Приземлившись на диванчик у Степановых на кухне, Серёга значительно снизил интенсивность причитаний. Собственно, пока Нада выгуливала собаку, а Семён нарезал закуску, он вообще только гулко вздыхал, уставившись в окно. А после первой рюмки словно бы даже слегка протрезвел – по крайней мере, выражаться стал гораздо яснее. Оказывается, до такого состояния его довел первый в жизни настоящий творческий кризис.

– Чую я, пришёл мой час «Ч», день «Д», месяц «М»… год – так вообще полное «Г»… в общем, острый вопрос под ребро: либо я прямо вот в ближайшие двое-трое суток осеняюсь чем-то до боли эпохальным, либо так и застреваю навеки в этом дурацком переходном периоде, ни туда – ни сюда. И остаюсь в памяти ваших потомков… вы же будете про меня потомкам рассказывать, когда их заведёте? Ибо воочию они меня вряд ли сами увидят, алкоголики столько не живут, а я обязательно сопьюсь… и останусь я для них только лишь автором каламбуров. Которые они всё равно не поймут, потому что русский язык умрёт вместе со мной.

Нада порекомендовала Серёге поискать добра от худа, то бишь отнестись к вынужденному простою как к подобию отпуска. И, соответственно, употребить его на что-нибудь полезное: сделать, к примеру, в квартире ремонт. И вообще заняться, наконец, обустройством личной жизни. Или, на худой конец, подумать о душе.

На что Серёга резонно возразил, что переводить отпуск на ремонт – удел семейных людей. И именно поэтому он, собственно, и не торопится обзаводиться семьёй. Ну, а думать о душе – это всё равно, что говорить о музыке или танцевать об архитектуре. Хотя, конечно, случаются и исключения. Вот, кстати, не далее, как сегодня он завёл весьма любопытное знакомство с заезжим мелкооптовым распространителем веры…

Тут же выяснилось, что речь идёт о том самом клиенте с переливными визитками, которые так заинтересовали надиного начальника, и до самой пятой рюмки Серёга с Надой обменивались впечатлениями. Степанов даже не пытался внимательно вслушиваться, тем более – вклиниваться, но понял, что Наде новое учение показалось красивым, но слишком уж заумным, Серёге же – интересным, но недостаточно комфортным с точки зрения массового потребителя.

– Я вот насчёт морали как-то не въехала. То он говорит, что видеть мир чёрно-белым, без оттенков – это юношеский максимализм, поскольку, дескать, ни добро, ни зло в чистом виде не существуют в природе, а существуют только в сознании людей. А потом вдруг заявляет, что любое человеческое деяние и любое вообще явление – в каждый момент либо доброе, либо злое, в зависимости от точки зрения. А точка зрения у человека только одна, потому и называется точкой… а если, значит, попытаться увидеть сразу всё – то не увидишь вообще ничего.

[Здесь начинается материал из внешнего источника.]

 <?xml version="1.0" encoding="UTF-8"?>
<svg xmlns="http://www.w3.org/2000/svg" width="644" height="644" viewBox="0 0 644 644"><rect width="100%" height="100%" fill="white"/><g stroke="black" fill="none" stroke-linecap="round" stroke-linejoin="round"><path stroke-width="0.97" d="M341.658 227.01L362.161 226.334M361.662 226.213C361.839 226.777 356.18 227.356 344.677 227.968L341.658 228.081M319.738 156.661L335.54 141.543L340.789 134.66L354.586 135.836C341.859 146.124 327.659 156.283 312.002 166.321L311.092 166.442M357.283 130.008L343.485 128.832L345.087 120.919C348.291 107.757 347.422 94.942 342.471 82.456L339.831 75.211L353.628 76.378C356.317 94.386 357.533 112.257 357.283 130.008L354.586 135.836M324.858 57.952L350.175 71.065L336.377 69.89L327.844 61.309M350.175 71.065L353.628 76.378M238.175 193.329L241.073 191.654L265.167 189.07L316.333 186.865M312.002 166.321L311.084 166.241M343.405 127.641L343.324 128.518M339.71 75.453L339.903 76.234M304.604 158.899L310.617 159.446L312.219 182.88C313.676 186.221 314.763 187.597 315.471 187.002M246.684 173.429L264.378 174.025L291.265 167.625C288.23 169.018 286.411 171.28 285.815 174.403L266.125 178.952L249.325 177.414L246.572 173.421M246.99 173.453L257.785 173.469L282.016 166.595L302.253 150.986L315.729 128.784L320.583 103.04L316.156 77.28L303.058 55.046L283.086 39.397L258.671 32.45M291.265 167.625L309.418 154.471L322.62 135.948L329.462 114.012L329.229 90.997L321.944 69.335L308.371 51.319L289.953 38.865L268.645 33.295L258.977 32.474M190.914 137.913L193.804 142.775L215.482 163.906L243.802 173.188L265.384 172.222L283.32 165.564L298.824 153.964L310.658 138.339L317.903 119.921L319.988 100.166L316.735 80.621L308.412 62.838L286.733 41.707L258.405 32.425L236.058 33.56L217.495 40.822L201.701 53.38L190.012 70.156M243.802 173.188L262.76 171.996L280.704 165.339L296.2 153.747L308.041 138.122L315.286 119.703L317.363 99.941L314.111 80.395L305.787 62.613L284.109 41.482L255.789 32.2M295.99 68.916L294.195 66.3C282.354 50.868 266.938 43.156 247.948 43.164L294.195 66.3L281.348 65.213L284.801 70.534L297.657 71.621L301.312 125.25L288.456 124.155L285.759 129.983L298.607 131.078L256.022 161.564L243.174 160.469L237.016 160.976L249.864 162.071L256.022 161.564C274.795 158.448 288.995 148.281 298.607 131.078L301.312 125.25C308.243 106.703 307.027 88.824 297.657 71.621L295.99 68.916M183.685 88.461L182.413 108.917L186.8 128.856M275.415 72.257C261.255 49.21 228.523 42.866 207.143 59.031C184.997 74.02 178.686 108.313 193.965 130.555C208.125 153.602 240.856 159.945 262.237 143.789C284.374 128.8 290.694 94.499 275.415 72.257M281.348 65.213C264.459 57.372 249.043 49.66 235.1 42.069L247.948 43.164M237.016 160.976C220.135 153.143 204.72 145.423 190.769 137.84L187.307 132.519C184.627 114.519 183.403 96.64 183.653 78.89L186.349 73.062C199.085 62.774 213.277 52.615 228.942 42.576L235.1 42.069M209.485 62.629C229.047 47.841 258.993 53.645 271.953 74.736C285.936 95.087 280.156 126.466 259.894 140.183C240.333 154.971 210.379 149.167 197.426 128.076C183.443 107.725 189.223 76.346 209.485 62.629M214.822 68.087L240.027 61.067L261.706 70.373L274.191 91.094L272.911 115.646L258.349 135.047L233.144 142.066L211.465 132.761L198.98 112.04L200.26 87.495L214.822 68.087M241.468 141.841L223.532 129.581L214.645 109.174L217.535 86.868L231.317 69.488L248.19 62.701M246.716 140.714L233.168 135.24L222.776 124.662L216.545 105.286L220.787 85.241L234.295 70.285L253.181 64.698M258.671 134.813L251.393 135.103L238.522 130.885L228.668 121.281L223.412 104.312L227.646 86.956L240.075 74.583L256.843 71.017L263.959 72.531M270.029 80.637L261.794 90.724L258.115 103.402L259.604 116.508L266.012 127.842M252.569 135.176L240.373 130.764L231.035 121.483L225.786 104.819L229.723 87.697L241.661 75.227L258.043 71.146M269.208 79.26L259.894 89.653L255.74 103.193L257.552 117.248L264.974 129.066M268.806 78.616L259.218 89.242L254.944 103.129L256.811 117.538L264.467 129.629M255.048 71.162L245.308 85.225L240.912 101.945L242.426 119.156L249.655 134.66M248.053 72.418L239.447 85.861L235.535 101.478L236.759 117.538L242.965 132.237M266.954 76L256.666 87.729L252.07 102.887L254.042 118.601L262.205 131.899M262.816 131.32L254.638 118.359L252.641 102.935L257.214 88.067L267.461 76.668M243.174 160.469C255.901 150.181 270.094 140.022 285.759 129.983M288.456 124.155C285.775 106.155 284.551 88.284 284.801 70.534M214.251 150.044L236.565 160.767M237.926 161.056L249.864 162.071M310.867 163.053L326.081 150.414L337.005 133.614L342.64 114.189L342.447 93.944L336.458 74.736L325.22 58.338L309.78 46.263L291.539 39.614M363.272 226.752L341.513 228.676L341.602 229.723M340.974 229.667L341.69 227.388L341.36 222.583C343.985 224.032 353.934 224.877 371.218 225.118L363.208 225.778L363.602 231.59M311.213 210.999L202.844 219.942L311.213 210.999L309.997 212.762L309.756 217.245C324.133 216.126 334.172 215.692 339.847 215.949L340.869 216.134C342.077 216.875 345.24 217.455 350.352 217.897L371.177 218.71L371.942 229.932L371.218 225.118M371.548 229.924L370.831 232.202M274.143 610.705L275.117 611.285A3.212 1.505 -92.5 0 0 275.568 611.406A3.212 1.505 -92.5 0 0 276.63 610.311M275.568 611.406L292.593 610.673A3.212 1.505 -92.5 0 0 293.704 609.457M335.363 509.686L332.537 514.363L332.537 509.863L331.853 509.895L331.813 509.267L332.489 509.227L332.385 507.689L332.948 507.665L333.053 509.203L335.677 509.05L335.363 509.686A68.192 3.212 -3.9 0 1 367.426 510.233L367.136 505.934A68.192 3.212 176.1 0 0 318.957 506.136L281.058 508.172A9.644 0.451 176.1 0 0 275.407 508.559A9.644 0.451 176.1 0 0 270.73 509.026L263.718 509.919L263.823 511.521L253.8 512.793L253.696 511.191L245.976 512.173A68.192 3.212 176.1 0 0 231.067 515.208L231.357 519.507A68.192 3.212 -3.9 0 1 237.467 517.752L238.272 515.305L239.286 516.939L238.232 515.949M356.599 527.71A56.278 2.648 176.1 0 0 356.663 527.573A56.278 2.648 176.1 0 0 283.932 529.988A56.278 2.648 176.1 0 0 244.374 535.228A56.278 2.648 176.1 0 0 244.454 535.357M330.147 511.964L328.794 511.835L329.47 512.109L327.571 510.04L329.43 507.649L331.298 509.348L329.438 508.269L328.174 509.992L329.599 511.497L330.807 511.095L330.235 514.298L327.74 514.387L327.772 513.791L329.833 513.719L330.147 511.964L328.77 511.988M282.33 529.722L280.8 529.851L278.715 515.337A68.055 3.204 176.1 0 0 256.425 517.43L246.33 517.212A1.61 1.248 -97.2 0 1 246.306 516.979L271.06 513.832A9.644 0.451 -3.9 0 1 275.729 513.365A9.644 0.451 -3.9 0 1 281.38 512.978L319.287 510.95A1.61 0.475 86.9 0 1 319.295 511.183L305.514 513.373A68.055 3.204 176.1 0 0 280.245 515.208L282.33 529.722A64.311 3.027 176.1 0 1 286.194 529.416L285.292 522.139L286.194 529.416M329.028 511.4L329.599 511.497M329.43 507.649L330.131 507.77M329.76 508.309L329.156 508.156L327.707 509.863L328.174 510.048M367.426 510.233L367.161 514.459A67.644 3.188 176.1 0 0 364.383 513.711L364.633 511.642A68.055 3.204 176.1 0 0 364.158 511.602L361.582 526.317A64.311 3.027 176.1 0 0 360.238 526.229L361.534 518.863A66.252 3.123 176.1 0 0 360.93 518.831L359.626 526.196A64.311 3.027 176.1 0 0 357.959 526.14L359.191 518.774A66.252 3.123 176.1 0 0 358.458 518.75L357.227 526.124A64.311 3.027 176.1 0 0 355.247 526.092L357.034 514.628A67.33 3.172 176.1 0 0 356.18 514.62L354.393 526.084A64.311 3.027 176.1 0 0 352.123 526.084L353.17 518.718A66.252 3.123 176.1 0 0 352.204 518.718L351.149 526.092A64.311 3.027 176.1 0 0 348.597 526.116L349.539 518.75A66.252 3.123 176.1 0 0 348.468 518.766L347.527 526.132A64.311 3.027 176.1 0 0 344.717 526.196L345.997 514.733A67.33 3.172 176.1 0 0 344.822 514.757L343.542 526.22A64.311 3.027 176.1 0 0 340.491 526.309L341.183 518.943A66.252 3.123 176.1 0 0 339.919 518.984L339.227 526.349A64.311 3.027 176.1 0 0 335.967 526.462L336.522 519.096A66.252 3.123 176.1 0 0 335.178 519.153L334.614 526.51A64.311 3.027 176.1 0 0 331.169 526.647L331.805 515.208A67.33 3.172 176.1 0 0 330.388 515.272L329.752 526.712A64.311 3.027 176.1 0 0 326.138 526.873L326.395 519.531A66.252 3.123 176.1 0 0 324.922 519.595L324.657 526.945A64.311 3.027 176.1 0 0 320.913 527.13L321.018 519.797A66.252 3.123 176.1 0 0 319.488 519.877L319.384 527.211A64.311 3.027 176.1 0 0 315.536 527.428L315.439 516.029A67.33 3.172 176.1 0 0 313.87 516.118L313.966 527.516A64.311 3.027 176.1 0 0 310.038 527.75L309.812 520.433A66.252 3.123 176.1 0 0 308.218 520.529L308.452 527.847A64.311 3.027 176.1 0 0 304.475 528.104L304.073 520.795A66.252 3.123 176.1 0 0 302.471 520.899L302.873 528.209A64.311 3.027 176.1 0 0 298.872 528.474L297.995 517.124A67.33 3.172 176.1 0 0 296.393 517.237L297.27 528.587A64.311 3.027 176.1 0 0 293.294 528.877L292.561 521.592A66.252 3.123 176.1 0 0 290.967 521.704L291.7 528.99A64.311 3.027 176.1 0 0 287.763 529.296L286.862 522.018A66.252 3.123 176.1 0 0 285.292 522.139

– А мне зато понравилось, как он предлагает замирить религию с наукой: через жабу! У которой глаза так устроены, что видят только движущиеся предметы. А значит, с точки зрения жабы – не бывает неподвижных мух. А они есть! Так же вот и с точки зрения человеческих учёных чудес не бывает, потому что их нельзя проверить экспериментом. Жаль, конечно, что академии с церквями такими рассуждениями не проймёшь – но тут уж ничего не поделаешь: где замешаны бабки, там и мессии лучше не вмешиваться.

После пятой Серёга пришёл в норму настолько, что принялся травить коллекционные байки из жизни местечкового бизнеса. Нада, напомнив Семёну, что кое-кому, в отличие от некоторых, завтра с утра на работу, выдала Серёге постельные принадлежности и отправилась на боковую. Степанов и сам от выпитого и пережитого вовсю уже клевал носом, но спать не хотел. Точнее, боялся. А потому, поминутно невероятным усилием воли разлепляя глаза, сидел и пытался слушать.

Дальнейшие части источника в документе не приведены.